A new, powerful Russian hacking group has emerged, and much to the dismay of Mr. Robot fans, they’re calling themselves Evil Corp. They saw a window, and they took it. Because COVID-19 has essentially rearranged the entire world, a lot of security precautions and concerns have fallen by the wayside. Evil Corp understood the impact that COVID had on the exchange of sensitive information, and they’ve found a highly effective way to get their hands on it.
The Risks of Working From Home
When you’re at work using a work device, you’re locked into their VPN and security software. Everyone is made to adhere to the same standard by the workplace IT professional in charge of security. When you’re at home, things are a little different. If you encounter something unusual, you can’t call your IT pro to come over and take a look.
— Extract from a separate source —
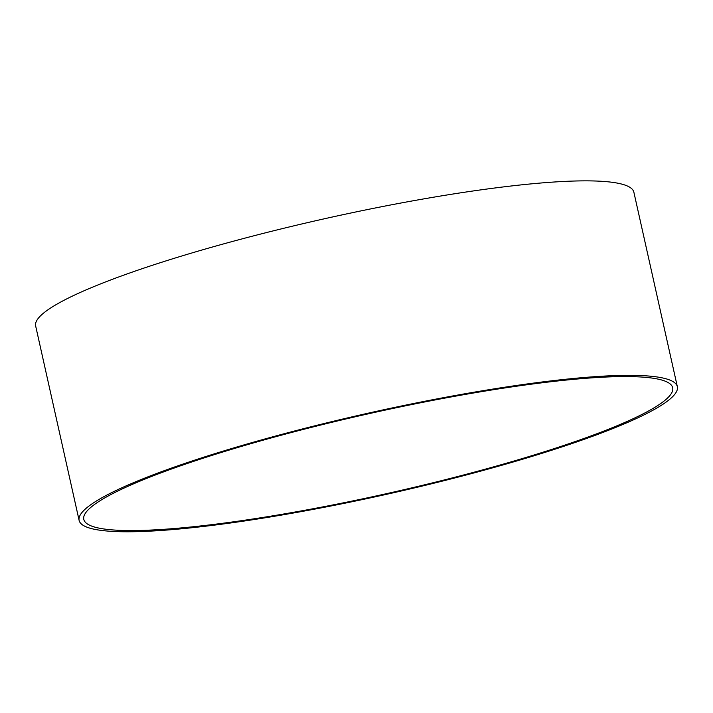 <?xml version="1.0" encoding="UTF-8"?>
<svg xmlns="http://www.w3.org/2000/svg" width="713" height="713" viewBox="0 0 713 713"><rect width="100%" height="100%" fill="white"/><g stroke="black" fill="none" stroke-linecap="round" stroke-linejoin="round"><path stroke-width="1.07" d="M89.847 508.226A301.706 40.944 -12.6 0 1 403.977 406.143A301.706 40.944 -12.6 0 1 672.68 387.738A301.706 40.944 -12.6 0 1 387.168 493.521A301.706 40.944 -12.6 0 1 83.795 519.376A301.706 40.944 -12.6 0 1 89.847 508.226M85.266 509.091A306.492 41.595 -12.6 0 1 404.378 405.385A306.492 41.595 -12.6 0 1 677.35 386.696A306.492 41.595 -12.6 0 1 387.311 494.154A306.492 41.595 -12.6 0 1 79.125 520.419A306.492 41.595 -12.6 0 1 85.266 509.091M79.125 520.419L35.65 325.939A306.492 41.595 -12.6 0 1 41.8 314.62A306.492 41.595 -12.6 0 1 360.912 210.905A306.492 41.595 -12.6 0 1 633.875 192.216L677.35 386.696"/></g></svg>

Working from home introduces all sorts of new variables that leave companies open to information related attacks.
Evil Corp has been targeting at-home workers who connect via their employer’s VPN. Targeting the VPN of a large employer (and the less-than-comprehensive cybersecurity knowledge of a remote worker) allows Evil Corp to obtain important pieces of corporate information piece by piece, and reassemble them to create the impact of a massive corporate hack.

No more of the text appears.